In einer neuen Studie haben Wissenschaftler versucht, die Zusammenhänge zu identifizieren, welche die zahlreichen historischen Klimaveränderungen in Grönland (vor etwa 80.000 bis 11.700 Jahren) erklären, die „innerhalb von ein oder zwei Jahrzehnten“ zu Temperaturanstiegen von 10 bis 15 °C führten.
Das wärmere Klima in Grönland hielt über Jahrhunderte an, und das Schmelzwasser der Eiskappe trug während dieser interstadialen Perioden zu einem Anstieg des Meeresspiegels um 20–40 m bei.

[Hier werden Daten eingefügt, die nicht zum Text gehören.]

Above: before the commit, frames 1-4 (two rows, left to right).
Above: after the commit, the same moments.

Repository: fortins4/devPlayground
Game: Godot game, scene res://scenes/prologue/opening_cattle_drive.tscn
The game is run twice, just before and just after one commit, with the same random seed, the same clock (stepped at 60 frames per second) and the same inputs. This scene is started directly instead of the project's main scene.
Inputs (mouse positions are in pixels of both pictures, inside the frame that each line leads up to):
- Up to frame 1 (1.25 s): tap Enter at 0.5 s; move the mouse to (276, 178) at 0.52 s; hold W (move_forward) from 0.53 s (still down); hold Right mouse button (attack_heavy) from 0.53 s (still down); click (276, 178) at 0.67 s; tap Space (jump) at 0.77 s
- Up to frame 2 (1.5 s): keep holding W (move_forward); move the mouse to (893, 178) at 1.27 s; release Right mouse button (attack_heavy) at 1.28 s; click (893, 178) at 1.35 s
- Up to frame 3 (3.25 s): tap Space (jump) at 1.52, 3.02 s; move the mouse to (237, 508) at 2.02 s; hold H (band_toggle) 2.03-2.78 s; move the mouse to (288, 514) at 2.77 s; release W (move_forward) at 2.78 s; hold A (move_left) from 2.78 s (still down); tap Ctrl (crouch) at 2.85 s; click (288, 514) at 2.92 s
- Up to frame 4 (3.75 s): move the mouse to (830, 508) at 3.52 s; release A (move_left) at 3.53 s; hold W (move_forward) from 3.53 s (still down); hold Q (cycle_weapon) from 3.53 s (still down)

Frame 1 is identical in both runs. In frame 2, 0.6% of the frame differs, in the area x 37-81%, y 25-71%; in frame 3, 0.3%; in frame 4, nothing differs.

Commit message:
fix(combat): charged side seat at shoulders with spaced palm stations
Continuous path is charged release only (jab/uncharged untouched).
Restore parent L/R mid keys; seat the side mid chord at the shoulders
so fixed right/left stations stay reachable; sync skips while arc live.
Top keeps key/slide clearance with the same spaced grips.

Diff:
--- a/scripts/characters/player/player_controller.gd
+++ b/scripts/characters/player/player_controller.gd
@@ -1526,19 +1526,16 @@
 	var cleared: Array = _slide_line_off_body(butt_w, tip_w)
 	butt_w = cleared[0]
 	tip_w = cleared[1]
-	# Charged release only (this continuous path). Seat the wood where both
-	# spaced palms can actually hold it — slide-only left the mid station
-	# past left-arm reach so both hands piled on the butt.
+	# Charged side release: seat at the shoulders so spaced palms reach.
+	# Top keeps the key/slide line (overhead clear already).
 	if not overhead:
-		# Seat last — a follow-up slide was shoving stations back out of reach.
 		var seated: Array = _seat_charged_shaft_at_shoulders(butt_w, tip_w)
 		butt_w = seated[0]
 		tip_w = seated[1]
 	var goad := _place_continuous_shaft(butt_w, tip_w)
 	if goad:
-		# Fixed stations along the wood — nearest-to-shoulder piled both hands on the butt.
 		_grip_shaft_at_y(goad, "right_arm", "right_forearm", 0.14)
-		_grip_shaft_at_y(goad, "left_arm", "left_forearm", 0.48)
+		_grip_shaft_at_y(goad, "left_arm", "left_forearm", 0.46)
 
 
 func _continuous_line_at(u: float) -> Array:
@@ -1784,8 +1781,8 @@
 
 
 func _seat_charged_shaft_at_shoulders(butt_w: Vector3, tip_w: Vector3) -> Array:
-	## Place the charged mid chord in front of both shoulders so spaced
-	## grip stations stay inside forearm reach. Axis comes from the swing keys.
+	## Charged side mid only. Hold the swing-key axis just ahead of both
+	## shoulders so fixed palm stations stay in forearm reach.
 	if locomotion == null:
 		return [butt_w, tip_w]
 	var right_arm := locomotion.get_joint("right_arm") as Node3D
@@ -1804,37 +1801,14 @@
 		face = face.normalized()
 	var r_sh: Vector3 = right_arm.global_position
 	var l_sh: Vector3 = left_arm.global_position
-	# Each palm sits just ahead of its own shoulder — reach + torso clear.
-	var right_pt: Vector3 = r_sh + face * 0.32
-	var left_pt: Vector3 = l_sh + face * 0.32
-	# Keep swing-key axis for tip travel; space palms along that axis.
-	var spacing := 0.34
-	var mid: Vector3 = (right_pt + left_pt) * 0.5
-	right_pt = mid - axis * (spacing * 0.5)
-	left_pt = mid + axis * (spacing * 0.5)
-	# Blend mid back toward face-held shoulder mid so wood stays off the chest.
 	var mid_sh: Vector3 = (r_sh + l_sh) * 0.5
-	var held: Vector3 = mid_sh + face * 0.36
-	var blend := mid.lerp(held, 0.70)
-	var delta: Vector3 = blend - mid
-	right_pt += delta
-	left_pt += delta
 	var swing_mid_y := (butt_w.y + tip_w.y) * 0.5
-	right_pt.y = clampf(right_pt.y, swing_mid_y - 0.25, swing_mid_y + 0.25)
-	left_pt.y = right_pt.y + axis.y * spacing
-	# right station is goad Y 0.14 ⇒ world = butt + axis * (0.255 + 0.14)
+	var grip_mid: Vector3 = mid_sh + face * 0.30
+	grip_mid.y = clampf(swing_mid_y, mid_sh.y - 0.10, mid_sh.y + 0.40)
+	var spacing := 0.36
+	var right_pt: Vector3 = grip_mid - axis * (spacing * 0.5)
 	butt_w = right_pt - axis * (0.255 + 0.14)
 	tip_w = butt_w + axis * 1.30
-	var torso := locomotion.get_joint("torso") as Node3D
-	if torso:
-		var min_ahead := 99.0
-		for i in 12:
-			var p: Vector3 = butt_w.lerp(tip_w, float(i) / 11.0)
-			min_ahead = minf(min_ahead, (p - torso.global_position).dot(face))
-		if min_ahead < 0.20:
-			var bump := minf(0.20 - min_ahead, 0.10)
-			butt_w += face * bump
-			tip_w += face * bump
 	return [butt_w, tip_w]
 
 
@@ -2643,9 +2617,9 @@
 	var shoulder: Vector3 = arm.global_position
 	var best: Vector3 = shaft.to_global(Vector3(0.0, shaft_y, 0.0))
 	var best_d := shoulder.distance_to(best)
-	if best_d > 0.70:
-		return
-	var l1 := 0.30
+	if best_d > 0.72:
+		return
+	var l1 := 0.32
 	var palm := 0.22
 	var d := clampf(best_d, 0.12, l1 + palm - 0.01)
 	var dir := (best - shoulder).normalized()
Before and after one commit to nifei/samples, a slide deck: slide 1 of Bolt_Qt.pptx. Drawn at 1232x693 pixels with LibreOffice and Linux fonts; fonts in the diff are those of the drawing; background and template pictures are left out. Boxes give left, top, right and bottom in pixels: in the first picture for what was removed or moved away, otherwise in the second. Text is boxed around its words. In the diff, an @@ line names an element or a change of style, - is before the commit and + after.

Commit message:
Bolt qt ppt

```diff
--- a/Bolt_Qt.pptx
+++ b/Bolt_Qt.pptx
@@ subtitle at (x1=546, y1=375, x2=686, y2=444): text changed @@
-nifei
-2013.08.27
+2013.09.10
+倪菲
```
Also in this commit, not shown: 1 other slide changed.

Die abrupten Klimaveränderungen in Grönland wurden wahrscheinlich durch Veränderungen in der Wärmespeicherung der Ozeane ausgelöst, die mit der Atlantischen Meridionalen Umwälzströmung (AMOC) zusammenhängen und wiederum durch vulkanische Einflüsse und spontane, zufällige „interne Variabilität“ oder „Rauschen“ verursacht wurden.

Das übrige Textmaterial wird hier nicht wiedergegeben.